WHAT IS REQUIRED -> Report each line from the records where the string "histórica" turns up.

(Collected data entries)
- - -
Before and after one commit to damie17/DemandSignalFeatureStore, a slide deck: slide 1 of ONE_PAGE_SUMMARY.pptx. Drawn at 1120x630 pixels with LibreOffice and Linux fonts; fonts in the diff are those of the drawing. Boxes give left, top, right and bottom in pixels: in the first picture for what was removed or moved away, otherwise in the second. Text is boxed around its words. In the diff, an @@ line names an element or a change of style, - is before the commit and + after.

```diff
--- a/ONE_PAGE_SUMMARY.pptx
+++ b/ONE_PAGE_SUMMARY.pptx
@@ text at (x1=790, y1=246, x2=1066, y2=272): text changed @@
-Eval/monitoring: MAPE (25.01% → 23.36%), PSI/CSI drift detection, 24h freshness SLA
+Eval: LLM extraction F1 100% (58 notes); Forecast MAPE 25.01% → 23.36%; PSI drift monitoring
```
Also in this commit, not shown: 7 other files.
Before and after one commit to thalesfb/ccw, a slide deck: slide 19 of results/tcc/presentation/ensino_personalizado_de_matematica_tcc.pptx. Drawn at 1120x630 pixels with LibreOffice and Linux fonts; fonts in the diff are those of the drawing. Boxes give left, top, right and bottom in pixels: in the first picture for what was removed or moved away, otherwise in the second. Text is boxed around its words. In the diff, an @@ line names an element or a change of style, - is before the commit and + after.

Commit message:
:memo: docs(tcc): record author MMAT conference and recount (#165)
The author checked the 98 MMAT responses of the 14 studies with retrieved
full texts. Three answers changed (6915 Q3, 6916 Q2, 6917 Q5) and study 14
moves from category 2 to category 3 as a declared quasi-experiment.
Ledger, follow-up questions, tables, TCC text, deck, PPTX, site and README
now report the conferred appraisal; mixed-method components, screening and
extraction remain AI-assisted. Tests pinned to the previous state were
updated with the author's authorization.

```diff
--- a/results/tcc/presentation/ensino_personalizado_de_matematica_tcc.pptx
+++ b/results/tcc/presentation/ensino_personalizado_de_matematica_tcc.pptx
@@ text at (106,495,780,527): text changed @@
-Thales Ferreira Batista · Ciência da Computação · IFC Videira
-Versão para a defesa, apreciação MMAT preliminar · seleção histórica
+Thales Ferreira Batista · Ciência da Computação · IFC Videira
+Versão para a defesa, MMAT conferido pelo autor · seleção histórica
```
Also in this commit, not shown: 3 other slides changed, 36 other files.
- - -
EXERCISE OUTPUT ->
-Versão para a defesa, apreciação MMAT preliminar · seleção histórica
+Versão para a defesa, MMAT conferido pelo autor · seleção histórica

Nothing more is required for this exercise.